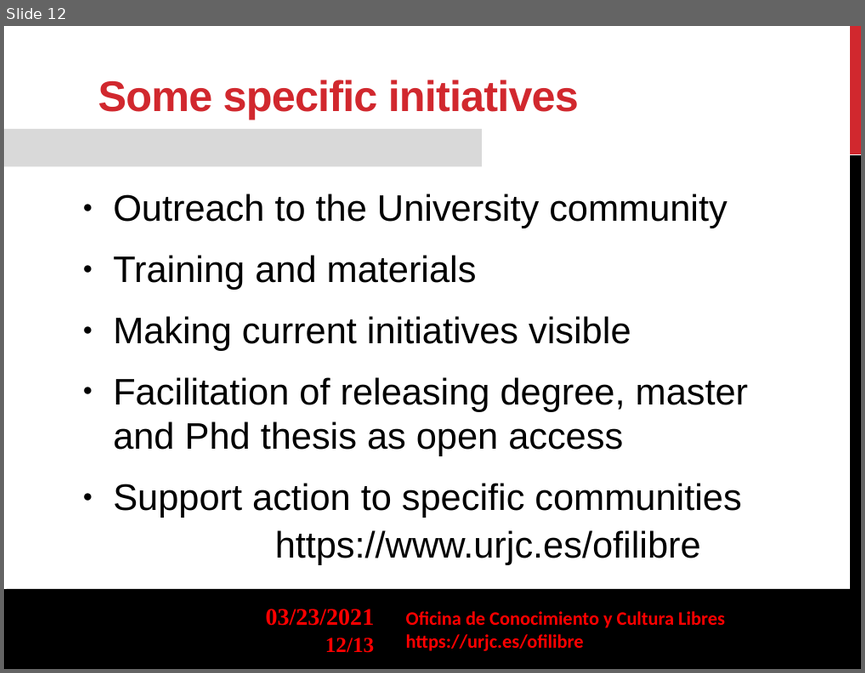
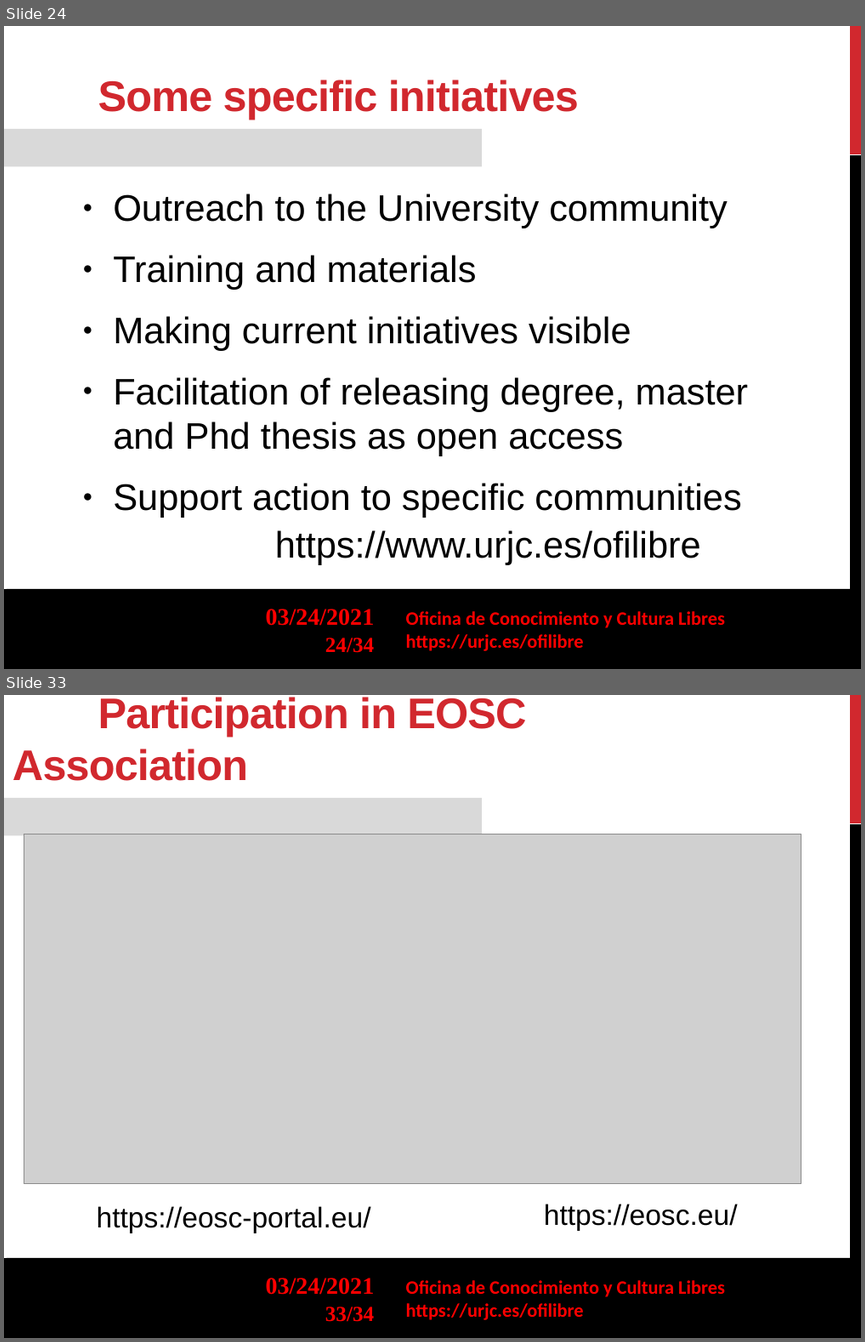
Before and after one commit to gabrielIzquierdo/OfiLibreGabri.github.io, a slide deck: transpas/ofilibre/Ofilibre-presentacion-en.odp. Shown one above the other, each under a label of ours: slide 12 before the commit, slides 24 and 33 after it; the slides between them are not shown. The pictures are 865x673 and 865x1342 pixels, drawn with LibreOffice and Linux fonts; fonts in the diff are those of the drawing; grey boxes stand for pictures; background and template pictures are left out. Boxes give left, top, right and bottom in pixels: in the first picture for what was removed or moved away, otherwise in the second. Text is boxed around its words. In the diff, an @@ line names an element or a change of style, - is before the commit and + after.

```diff
--- a/transpas/ofilibre/Ofilibre-presentacion-en.odp
+++ b/transpas/ofilibre/Ofilibre-presentacion-en.odp
@@ slide 33 added at box(4, 695, 861, 1338), background #FFFFFF; not listed: 7 template elements that a slide beside it also shows @@
@@ text added at box(12, 697, 526, 781), 36 pt, text #D1282E, bold @@
+Participation in EOSC Association
@@ picture added at box(24, 834, 800, 1184) @@
@@ text added at box(544, 1203, 738, 1231), 24 pt, text #000000 @@
+https://eosc.eu/
@@ text added at box(97, 1206, 371, 1233), 24 pt, text #000000 @@
+https://eosc-portal.eu/
@@ what was slide 12 is now slide 24 @@
@@ slide 24 changed as well @@
@@ text at box(266, 608, 375, 625): text changed @@
-03/23/2021
+03/24/2021
@@ page number at box(325, 637, 374, 652): text changed @@
-12/13
+24/34
```
Also in this commit, not shown: 12 other slides changed, 20 other slides added, 1 other file.

═══

Without carrying over any picture, write out the entries above once more, exactly.

**WRITTEN REPLY**
Before and after one commit to gabrielIzquierdo/OfiLibreGabri.github.io, a slide deck: transpas/ofilibre/Ofilibre-presentacion-en.odp. Shown one above the other, each under a label of ours: slide 12 before the commit, slides 24 and 33 after it; the slides between them are not shown. The pictures are 865x673 and 865x1342 pixels, drawn with LibreOffice and Linux fonts; fonts in the diff are those of the drawing; grey boxes stand for pictures; background and template pictures are left out. Boxes give left, top, right and bottom in pixels: in the first picture for what was removed or moved away, otherwise in the second. Text is boxed around its words. In the diff, an @@ line names an element or a change of style, - is before the commit and + after.

```diff
--- a/transpas/ofilibre/Ofilibre-presentacion-en.odp
+++ b/transpas/ofilibre/Ofilibre-presentacion-en.odp
@@ slide 33 added at box(4, 695, 861, 1338), background #FFFFFF; not listed: 7 template elements that a slide beside it also shows @@
@@ text added at box(12, 697, 526, 781), 36 pt, text #D1282E, bold @@
+Participation in EOSC Association
@@ picture added at box(24, 834, 800, 1184) @@
@@ text added at box(544, 1203, 738, 1231), 24 pt, text #000000 @@
+https://eosc.eu/
@@ text added at box(97, 1206, 371, 1233), 24 pt, text #000000 @@
+https://eosc-portal.eu/
@@ what was slide 12 is now slide 24 @@
@@ slide 24 changed as well @@
@@ text at box(266, 608, 375, 625): text changed @@
-03/23/2021
+03/24/2021
@@ page number at box(325, 637, 374, 652): text changed @@
-12/13
+24/34
```
Also in this commit, not shown: 12 other slides changed, 20 other slides added, 1 other file.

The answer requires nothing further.